What you should do:
Please copy every line of the data in which the string "shaped" appears.

Supplied data Start Marker

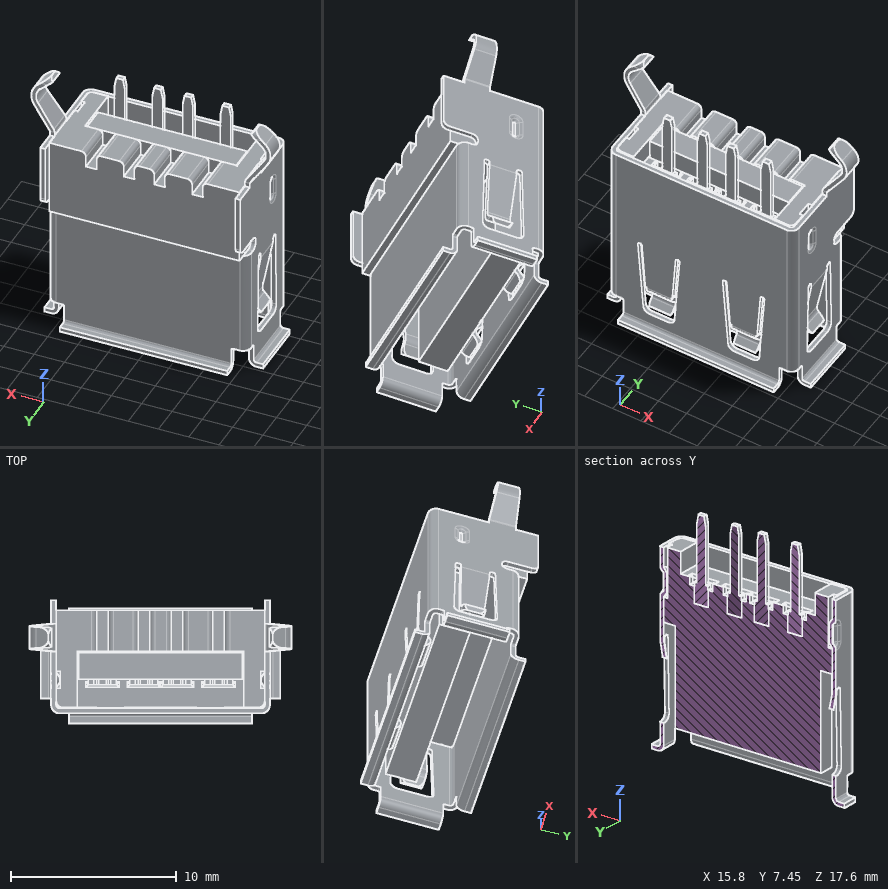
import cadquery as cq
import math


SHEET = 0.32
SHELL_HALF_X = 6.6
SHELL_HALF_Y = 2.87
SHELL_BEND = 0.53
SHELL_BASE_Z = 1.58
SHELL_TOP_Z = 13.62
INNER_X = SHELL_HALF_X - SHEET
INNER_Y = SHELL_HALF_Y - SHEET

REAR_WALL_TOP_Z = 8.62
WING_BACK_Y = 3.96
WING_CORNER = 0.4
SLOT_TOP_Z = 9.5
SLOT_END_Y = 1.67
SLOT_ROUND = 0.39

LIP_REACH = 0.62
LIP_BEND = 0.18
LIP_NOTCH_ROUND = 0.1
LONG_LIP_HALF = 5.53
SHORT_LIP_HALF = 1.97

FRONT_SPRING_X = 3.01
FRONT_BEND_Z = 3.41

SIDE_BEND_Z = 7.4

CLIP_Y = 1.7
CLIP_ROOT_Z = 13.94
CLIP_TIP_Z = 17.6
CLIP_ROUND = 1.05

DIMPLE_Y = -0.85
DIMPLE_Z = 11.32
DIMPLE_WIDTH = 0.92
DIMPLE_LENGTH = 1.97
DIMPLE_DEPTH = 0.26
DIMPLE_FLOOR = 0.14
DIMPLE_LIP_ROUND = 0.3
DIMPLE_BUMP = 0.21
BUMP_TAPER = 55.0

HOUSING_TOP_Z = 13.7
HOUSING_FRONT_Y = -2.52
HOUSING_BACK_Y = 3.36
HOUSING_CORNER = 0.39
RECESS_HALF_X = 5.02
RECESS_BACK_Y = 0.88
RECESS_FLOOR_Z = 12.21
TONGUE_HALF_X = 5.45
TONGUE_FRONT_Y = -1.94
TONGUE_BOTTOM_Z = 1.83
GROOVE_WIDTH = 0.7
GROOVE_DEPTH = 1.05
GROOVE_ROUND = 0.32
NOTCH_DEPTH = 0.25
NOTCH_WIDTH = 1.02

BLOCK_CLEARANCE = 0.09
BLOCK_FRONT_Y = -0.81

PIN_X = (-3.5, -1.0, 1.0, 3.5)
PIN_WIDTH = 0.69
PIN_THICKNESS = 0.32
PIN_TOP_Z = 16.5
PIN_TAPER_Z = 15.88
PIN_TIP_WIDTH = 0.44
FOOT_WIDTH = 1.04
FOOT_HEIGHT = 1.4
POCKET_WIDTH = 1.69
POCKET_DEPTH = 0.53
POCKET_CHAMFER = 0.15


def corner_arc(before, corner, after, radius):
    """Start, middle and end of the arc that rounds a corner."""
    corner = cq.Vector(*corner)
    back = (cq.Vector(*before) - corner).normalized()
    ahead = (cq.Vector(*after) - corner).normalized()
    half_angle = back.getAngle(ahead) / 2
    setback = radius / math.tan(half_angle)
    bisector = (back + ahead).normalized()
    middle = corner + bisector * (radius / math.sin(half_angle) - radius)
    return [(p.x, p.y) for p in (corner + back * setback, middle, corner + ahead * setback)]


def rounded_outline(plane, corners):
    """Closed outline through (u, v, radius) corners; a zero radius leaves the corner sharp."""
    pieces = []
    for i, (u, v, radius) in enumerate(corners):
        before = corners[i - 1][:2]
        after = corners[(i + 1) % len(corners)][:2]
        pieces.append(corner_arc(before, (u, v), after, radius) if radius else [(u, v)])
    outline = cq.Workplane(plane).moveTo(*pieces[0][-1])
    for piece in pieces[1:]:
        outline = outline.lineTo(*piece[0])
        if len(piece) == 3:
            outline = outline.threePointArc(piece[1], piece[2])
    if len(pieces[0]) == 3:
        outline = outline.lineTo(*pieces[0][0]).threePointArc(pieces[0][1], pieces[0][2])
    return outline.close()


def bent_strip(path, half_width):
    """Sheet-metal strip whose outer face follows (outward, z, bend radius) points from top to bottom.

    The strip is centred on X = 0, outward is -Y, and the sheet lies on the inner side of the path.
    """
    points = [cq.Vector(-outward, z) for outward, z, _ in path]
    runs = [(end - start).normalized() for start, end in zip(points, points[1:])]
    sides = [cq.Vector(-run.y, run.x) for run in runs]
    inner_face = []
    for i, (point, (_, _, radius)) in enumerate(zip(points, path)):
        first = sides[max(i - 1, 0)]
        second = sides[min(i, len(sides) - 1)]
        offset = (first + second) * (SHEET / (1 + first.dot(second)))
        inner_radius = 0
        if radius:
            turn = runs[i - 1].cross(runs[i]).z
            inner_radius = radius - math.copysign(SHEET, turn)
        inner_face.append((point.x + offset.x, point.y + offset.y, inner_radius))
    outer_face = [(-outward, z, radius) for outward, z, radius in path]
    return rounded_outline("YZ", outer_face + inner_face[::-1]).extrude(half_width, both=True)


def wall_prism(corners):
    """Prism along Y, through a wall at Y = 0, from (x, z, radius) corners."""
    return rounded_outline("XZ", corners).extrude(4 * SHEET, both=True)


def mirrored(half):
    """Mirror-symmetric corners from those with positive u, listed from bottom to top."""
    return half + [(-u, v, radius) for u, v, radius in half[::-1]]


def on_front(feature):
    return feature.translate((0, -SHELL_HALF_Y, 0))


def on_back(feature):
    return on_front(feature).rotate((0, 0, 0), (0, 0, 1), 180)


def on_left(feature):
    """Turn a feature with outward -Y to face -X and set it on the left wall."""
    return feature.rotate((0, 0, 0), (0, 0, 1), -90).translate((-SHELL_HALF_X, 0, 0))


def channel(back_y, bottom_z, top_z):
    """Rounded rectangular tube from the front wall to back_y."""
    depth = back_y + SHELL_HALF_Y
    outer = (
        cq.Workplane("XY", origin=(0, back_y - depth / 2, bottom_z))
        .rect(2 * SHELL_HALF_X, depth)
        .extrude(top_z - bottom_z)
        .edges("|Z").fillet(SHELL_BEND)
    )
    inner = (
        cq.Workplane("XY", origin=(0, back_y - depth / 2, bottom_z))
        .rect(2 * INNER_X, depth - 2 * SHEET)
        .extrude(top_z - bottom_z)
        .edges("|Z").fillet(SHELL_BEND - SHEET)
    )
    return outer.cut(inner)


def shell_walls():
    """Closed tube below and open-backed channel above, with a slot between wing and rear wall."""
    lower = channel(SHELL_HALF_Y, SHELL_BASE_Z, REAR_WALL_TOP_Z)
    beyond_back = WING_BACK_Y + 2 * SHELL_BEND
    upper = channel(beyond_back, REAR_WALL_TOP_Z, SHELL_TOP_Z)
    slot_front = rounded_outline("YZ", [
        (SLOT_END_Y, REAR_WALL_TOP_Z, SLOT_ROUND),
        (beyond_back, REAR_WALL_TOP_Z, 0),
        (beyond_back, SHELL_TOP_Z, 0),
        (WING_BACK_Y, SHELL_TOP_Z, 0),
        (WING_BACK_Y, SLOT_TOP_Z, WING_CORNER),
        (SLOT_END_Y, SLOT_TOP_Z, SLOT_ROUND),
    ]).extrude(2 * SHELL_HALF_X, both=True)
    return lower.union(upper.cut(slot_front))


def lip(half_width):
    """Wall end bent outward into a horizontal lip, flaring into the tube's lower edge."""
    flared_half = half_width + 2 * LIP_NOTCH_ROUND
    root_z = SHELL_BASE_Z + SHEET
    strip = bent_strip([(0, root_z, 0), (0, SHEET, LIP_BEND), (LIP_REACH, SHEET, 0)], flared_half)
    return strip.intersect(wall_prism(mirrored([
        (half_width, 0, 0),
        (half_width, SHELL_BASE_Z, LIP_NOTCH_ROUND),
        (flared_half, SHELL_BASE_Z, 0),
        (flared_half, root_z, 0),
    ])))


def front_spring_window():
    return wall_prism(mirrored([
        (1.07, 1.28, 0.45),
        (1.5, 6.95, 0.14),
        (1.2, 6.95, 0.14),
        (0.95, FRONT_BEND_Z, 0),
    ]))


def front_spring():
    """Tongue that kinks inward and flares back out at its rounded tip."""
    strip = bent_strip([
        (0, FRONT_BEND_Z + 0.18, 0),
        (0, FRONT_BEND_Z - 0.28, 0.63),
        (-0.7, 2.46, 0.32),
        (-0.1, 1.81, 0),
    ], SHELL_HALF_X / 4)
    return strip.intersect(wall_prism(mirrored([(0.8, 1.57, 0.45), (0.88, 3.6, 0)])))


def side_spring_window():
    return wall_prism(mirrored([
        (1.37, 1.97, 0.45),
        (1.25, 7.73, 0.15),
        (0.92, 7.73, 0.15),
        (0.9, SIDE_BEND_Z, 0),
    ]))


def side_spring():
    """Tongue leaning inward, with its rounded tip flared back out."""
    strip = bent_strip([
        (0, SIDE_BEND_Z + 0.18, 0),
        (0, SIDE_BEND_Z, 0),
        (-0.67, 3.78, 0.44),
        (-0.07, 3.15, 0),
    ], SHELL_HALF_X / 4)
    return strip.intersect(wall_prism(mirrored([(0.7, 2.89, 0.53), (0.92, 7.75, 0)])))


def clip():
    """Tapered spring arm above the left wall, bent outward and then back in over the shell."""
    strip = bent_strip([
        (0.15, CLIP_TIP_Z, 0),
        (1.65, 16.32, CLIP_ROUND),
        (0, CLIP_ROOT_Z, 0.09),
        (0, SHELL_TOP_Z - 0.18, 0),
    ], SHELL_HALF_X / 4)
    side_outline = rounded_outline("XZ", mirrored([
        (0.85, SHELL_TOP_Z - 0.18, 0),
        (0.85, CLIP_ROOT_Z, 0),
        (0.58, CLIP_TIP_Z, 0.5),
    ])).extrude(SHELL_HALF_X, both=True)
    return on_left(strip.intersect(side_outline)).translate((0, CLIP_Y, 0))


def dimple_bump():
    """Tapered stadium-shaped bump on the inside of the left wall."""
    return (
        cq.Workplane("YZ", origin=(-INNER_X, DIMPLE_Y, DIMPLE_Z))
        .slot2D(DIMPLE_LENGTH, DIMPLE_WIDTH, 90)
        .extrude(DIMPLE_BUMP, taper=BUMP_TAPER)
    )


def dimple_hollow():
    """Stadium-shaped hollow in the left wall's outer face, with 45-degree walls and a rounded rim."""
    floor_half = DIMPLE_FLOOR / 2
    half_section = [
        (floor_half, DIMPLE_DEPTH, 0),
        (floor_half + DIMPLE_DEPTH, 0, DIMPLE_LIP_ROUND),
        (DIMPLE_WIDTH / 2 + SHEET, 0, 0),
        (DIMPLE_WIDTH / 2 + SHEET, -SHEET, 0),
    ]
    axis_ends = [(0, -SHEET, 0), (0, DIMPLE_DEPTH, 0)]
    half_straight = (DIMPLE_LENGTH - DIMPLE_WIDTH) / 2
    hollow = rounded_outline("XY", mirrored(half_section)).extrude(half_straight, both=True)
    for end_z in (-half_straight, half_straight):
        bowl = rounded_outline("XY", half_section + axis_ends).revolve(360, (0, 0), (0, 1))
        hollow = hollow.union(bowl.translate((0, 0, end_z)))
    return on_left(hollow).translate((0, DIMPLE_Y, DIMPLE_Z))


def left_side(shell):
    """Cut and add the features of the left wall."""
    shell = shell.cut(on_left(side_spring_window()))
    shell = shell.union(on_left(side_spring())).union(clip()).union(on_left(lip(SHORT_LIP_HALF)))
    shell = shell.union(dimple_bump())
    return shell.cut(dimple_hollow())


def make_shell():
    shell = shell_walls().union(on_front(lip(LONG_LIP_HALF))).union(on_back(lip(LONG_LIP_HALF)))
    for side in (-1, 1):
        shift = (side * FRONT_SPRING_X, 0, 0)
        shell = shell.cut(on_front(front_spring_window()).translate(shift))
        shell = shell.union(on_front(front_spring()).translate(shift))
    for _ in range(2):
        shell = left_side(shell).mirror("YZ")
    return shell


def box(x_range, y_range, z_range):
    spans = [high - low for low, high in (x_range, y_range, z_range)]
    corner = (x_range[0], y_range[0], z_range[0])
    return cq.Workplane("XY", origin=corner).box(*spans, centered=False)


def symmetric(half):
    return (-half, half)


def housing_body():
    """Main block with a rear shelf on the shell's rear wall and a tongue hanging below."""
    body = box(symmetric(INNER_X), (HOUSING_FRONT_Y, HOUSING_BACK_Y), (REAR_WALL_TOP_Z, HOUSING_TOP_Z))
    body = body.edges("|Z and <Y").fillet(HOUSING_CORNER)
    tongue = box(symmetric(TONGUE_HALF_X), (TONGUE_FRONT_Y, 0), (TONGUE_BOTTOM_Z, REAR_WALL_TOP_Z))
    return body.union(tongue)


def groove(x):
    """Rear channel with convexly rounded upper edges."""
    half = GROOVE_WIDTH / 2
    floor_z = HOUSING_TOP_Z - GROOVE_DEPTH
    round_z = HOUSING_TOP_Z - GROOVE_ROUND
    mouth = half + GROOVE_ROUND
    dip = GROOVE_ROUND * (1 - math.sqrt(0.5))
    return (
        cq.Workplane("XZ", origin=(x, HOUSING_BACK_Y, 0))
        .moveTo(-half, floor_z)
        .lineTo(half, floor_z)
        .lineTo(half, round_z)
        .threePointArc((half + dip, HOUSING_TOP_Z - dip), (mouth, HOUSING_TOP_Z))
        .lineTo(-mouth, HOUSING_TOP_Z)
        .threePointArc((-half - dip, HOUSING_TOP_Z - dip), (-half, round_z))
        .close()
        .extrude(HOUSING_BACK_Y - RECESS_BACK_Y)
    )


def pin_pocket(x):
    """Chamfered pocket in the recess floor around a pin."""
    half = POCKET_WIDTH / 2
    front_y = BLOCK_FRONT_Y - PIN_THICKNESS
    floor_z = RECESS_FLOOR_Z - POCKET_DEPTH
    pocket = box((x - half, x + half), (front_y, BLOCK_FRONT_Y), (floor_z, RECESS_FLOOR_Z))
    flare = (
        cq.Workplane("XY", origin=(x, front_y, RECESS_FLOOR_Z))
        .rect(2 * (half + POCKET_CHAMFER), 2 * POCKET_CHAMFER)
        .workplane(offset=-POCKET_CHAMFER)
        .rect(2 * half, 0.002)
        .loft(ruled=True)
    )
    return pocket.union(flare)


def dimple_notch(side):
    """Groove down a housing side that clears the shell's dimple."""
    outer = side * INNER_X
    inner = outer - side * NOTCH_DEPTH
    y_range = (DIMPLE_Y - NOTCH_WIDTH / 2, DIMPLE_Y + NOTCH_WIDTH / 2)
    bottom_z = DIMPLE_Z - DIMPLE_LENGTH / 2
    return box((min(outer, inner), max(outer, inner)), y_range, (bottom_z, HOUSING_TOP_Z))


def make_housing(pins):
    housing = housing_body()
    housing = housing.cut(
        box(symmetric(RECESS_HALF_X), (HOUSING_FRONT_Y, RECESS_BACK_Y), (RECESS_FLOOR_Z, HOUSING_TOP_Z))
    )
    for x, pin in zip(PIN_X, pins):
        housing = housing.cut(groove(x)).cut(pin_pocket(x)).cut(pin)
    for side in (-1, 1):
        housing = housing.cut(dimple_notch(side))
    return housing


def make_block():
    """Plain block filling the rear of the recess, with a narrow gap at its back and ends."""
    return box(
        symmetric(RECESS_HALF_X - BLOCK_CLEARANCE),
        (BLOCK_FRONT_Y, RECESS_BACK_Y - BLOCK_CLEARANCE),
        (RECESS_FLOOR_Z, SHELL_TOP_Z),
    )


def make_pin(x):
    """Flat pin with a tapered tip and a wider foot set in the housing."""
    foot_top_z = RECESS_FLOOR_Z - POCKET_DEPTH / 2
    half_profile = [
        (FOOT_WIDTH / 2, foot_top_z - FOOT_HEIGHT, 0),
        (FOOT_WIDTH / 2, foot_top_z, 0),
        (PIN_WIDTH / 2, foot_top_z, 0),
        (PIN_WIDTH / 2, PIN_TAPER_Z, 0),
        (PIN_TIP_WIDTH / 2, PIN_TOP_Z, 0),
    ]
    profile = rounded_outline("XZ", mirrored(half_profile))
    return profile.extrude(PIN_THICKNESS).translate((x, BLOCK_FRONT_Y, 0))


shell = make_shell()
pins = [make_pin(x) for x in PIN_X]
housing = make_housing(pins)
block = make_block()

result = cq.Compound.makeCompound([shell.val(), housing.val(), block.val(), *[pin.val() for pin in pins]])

Supplied data End Marker

Exercise solution:
    """Tapered stadium-shaped bump on the inside of the left wall."""
    """Stadium-shaped hollow in the left wall's outer face, with 45-degree walls and a rounded rim."""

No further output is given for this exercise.